6. Applying clustering

In [None]:

# one might want to scale the features before clustering: but we have not done that

df_census_np_intrsctn_scaled = df_census_np_intrsctn[[x for x in cluster_variables if x not in densty_ftr]]


In [None]:
# Find the optimal number of clusters

Sum_of_squared_distances = []
K = range(2,20)
for num_clusters in K :
    kmeans = KMeans(n_clusters=num_clusters)
    kmeans.fit(df_census_np_intrsctn_scaled)
    Sum_of_squared_distances.append(kmeans.inertia_)
plt.plot(K,Sum_of_squared_distances,'*-')
plt.xlabel('Values of K') 
plt.ylabel('Sum of squared distances/Inertia') 
plt.title('Elbow Method For Optimal k')
plt.show()

In [None]:
# Initialize KMeans instance
kmeans = KMeans(n_clusters=5)
# Set the seed for reproducibility
#np.random.seed(1234)
# Run K-Means algorithm
k5cls = kmeans.fit(df_census_np_intrsctn_scaled)

# Assign labels into a column
df_census_np_intrsctn["k5cls"] = k5cls.labels_

df_census_np_intrsctn.explore(
    column="k5cls", categorical=True, legend=True
)

In [None]:
# Group data table by cluster label and count observations
k5sizes = df_census_np_intrsctn.groupby("k5cls").size()
k5sizes

In [None]:
df_census_np_intrsctn["area_sqm"]=df_census_np_intrsctn.area

In [None]:
# Dissolve areas by Cluster, aggregate by summing,
# and keep column for area
areas = df_census_np_intrsctn.dissolve(by="k5cls", aggfunc="sum")["area_sqm"]
areas

In [None]:
# Bind cluster figures in a single table
area_tracts = pd.DataFrame({"No. Tracts": k5sizes, "Area": areas})
# Convert raw values into percentages
area_tracts = area_tracts * 100 / area_tracts.sum()
# Bar plot
ax = area_tracts.plot.bar()
# Rename axes
ax.set_xlabel("Cluster labels")
ax.set_ylabel("Percentage by cluster");

area_tracts


In [None]:
# Group table by cluster label, keep the variables used
# for clustering, and obtain their mean: distribution of Census features across all clusters
k5means = df_census_np_intrsctn.groupby("k5cls")[[x for x in cluster_variables if x not in densty_ftr]].sum()
# Transpose the table and print it rounding each value
# to three decimals
k5means.T.round(5)

7. Assigning clusters to counter sites

In [None]:
counters_locn_copy=counters_locn.copy()

counters_locn_copy.geometry=counters_locn_copy.geometry.centroid


sites_clusters=gpd.overlay(counters_locn_copy.to_crs(df_census_np_intrsctn.crs),df_census_np_intrsctn, how='intersection')

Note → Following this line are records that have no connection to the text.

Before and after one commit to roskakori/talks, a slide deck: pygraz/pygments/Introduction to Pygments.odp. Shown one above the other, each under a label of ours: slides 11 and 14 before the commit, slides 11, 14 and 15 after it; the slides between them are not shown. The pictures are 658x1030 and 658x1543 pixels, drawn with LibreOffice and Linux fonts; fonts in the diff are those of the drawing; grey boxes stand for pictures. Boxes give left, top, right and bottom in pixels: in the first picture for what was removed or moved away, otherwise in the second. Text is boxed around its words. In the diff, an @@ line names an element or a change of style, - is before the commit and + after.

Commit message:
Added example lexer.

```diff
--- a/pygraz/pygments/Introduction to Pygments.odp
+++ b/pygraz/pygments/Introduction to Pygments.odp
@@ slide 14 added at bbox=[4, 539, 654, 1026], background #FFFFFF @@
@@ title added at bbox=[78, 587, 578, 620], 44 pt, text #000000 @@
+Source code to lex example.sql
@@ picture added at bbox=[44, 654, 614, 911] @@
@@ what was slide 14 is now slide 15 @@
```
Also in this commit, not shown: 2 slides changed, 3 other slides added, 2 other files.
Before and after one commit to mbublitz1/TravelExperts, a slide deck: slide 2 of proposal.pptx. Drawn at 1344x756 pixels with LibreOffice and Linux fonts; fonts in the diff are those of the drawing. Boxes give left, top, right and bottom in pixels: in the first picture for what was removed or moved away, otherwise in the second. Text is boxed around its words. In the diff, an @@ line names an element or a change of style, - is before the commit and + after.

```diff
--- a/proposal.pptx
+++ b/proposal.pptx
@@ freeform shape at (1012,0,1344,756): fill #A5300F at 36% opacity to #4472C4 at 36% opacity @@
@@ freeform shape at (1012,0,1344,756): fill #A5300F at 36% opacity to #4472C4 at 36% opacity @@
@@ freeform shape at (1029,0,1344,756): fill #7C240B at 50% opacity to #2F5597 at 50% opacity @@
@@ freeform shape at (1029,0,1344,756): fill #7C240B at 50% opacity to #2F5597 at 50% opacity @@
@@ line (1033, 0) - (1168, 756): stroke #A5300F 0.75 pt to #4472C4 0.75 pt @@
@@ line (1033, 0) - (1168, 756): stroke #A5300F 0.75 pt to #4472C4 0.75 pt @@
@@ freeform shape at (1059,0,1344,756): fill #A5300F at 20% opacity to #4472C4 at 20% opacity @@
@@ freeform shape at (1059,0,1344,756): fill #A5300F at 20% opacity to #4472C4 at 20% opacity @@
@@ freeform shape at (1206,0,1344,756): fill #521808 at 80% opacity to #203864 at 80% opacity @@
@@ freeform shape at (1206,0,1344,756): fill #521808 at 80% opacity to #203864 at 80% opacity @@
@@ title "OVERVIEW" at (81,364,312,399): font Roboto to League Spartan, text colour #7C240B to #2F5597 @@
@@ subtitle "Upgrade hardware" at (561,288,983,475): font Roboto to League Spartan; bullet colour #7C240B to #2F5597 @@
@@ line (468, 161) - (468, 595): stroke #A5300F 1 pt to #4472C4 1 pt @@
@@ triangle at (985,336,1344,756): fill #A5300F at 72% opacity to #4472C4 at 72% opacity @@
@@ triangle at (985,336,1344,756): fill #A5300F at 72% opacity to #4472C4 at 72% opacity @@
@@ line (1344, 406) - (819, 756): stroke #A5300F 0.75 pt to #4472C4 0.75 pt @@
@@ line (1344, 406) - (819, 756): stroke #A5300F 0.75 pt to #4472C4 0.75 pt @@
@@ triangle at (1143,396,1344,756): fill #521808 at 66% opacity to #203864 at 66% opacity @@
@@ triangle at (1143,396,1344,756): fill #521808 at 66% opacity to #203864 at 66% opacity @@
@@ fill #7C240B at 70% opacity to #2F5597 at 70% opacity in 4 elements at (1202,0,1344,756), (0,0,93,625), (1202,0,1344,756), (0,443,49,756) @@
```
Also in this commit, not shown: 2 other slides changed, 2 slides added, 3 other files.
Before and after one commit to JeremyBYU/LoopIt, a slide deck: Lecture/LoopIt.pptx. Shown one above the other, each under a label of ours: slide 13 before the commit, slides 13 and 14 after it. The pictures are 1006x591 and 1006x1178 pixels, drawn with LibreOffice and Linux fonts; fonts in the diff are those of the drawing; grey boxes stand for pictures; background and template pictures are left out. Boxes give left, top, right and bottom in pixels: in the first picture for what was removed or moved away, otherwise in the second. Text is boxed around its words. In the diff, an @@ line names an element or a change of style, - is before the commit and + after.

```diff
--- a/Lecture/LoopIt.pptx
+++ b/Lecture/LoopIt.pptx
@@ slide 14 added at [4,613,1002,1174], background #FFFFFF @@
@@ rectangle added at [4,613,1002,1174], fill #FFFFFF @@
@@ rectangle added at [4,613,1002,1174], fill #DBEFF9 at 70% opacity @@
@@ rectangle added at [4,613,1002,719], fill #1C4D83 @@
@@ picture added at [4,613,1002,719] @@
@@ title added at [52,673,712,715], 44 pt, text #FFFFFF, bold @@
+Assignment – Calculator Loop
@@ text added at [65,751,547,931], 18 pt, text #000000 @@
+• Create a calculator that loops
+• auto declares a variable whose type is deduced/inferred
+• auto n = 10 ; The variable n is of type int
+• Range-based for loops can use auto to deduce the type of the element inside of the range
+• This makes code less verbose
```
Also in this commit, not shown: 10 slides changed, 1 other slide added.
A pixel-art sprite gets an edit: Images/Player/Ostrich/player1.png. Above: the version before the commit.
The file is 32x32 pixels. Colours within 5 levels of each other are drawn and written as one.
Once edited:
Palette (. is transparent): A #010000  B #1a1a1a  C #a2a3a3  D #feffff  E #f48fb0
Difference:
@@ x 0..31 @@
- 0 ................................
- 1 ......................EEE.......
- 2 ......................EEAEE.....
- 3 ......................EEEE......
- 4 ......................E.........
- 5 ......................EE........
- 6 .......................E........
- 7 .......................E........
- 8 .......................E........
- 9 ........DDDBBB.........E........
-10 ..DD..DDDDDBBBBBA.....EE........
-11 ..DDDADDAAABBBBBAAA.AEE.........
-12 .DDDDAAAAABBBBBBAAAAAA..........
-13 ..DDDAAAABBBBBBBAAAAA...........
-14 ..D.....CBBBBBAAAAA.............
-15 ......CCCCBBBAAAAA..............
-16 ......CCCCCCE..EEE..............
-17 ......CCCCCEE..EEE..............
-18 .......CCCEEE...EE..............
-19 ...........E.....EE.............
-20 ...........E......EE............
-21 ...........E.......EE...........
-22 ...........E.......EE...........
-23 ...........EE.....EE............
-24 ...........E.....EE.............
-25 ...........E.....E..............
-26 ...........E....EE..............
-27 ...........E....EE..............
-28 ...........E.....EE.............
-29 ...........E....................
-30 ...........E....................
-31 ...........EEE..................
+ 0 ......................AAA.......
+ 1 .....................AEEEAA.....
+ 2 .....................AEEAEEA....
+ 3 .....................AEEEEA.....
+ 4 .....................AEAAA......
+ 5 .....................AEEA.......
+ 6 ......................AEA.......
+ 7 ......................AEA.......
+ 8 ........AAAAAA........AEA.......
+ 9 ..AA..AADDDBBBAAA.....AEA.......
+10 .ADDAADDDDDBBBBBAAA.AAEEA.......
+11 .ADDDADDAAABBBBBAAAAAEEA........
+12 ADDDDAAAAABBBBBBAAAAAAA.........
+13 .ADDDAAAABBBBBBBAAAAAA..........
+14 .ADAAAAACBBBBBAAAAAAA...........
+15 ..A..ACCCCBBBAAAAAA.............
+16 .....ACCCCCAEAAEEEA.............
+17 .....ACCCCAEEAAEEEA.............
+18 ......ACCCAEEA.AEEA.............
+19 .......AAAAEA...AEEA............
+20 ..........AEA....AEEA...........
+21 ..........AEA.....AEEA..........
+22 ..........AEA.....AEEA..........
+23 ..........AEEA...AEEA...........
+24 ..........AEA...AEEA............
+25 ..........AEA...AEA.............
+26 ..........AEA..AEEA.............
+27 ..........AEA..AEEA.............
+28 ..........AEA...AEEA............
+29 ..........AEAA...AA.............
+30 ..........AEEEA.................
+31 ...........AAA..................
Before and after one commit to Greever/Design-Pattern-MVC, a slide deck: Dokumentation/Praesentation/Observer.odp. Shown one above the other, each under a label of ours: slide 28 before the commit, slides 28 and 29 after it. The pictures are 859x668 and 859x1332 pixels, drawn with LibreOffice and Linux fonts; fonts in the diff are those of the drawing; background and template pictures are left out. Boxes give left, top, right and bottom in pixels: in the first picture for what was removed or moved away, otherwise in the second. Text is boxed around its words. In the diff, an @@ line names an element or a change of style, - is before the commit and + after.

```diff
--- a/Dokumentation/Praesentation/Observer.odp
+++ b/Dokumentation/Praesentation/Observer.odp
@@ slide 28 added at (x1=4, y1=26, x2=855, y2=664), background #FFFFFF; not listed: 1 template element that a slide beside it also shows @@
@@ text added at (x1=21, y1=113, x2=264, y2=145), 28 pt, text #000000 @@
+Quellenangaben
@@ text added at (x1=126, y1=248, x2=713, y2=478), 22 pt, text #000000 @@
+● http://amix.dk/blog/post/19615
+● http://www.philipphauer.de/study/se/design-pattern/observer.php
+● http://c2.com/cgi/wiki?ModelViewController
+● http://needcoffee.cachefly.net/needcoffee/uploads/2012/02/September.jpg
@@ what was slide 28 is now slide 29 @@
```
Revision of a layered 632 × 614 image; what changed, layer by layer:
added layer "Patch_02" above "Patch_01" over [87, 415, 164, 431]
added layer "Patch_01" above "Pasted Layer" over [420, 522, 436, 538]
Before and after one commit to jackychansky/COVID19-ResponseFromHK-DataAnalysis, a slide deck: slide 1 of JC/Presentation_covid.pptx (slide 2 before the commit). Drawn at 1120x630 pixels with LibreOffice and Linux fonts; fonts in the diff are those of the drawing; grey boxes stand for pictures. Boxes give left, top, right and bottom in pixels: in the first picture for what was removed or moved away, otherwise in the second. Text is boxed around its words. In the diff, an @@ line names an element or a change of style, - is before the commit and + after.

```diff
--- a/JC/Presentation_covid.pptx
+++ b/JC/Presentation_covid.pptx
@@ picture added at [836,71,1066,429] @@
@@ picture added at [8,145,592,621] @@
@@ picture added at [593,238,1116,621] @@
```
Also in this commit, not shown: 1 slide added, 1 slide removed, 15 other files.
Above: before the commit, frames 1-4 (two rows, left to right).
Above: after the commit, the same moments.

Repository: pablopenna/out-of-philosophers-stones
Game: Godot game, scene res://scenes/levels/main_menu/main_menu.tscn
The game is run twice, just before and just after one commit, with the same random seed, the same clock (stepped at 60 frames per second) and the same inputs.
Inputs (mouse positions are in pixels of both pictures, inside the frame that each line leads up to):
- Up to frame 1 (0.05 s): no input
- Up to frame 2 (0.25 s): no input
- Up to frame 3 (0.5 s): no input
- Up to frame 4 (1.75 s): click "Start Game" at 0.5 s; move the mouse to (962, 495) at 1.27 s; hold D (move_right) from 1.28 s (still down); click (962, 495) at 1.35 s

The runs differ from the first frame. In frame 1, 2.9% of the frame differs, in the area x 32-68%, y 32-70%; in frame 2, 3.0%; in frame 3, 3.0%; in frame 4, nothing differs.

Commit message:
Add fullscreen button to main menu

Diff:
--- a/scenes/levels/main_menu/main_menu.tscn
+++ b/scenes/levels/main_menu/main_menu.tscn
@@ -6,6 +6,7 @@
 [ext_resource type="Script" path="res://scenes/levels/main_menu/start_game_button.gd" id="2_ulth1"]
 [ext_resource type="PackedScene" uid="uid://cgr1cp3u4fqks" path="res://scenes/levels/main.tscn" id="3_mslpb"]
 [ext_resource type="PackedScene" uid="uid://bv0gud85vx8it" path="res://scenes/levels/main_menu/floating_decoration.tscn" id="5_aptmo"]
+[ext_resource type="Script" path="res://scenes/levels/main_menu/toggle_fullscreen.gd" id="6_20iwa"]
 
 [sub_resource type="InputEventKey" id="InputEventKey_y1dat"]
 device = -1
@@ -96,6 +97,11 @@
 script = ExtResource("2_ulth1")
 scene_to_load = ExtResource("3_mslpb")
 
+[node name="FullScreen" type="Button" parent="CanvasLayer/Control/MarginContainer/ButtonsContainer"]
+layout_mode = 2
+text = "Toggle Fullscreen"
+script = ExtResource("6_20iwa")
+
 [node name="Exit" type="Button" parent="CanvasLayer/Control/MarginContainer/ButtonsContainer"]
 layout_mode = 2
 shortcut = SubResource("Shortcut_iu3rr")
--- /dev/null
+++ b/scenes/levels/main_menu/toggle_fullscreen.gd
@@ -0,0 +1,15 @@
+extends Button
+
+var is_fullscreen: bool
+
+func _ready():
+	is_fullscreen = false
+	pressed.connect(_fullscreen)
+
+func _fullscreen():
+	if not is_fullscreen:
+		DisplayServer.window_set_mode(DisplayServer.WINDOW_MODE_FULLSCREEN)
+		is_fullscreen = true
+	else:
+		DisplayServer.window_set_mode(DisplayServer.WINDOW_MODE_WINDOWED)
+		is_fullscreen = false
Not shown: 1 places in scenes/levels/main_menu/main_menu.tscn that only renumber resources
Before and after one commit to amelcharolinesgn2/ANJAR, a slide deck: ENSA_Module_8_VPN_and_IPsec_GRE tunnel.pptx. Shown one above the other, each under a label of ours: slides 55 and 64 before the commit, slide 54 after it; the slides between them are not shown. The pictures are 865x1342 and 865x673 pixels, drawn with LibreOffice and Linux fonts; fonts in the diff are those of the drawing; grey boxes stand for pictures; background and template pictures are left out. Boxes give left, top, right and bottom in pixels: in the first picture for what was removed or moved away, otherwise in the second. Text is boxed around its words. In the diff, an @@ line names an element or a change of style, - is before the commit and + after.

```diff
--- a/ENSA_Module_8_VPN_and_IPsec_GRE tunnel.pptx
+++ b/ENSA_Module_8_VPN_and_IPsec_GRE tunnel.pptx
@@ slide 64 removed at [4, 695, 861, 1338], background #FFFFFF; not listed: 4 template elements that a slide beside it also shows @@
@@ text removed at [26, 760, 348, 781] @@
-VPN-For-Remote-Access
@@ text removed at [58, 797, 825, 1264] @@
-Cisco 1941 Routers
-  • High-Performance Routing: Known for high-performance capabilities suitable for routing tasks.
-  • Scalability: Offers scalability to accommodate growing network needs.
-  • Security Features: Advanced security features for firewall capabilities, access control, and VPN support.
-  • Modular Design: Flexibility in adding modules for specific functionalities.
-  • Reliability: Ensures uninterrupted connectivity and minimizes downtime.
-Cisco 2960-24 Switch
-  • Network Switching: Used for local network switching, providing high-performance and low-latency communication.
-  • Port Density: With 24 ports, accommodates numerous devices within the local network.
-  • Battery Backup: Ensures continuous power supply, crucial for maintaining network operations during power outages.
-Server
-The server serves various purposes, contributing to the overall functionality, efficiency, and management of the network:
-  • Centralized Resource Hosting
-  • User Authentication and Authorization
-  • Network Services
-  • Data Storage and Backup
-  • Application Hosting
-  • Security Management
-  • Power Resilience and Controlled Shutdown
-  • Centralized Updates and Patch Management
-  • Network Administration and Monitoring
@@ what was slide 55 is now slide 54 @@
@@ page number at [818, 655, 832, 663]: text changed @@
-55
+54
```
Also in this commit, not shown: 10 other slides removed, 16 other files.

print(sites_clusters['k5cls'].value_counts())


In [None]:
sites_clusters_count=data_processed_sites.merge(sites_clusters[['counter','k5cls']],\
                                        how='inner',left_on=['counter'],right_on=['counter'])

sites_clusters_count[['k5cls','counter']].drop_duplicates().groupby('k5cls')['counter'].count()



#distribution of visitor numbers for each cluster
new_df = sites_clusters_count.groupby(['Date','k5cls'])['people_counter_data'].mean().unstack()
new_df.plot(style='-o',figsize=(10,2))


In [None]:
new_df=sites_clusters_count.groupby(['Date','k5cls'])['people_counter_data'].mean().reset_index()

sns.violinplot(data=new_df, x="k5cls", y="people_counter_data")







8. Multi-group analysis for each cluster

In [None]:

# Strava vs Visitation count regression for each cluster

new_df=sites_clusters_count.groupby(['Date','k5cls'])[['people_counter_data','total_trip_count']].mean().reset_index()


sns.lmplot(data=new_df, x="people_counter_data", y="total_trip_count", hue="k5cls")

In [None]:

data_copy=sites_clusters_count[['Date','site','total_trip_count','people_counter_data','k5cls']]

str_df_coef=[]

for clustr in data_copy['k5cls'].unique():
    
    
    data=data_copy

    data=data[data['k5cls']==clustr].reset_index(drop=True)
    
    
    data['Month']=data['Date'].apply(lambda x: x.split('-')[1]).astype(str)
    
    dummy_month=pd.get_dummies(data['Month'],drop_first=True,prefix='Month').astype(int)
    
    del data['Month']
    
    data=pd.concat([data,dummy_month],axis=1)
    
    X=data[['total_trip_count']]#+list(dummy_month.columns)]
    X = sm.add_constant(X)
    y=data[['people_counter_data']].values
    
    print(y.shape)
    
    print(X.shape)
    
    results = sm.OLS(y,X).fit()
    
    results.summary() 
    results_as_html = results.summary().tables[1].as_html()
    
    df_coef=pd.read_html(results_as_html, header=0, index_col=0)[0]
    
    df_coef['Cluster']=clustr
    
    str_df_coef.append(df_coef)
    
    
str_df_coef=pd.concat(str_df_coef)

In [None]:
# Finding clusters with statistically significant correlation with Strava count
sign_coef=str_df_coef[str_df_coef['P>|t|']<=0.05]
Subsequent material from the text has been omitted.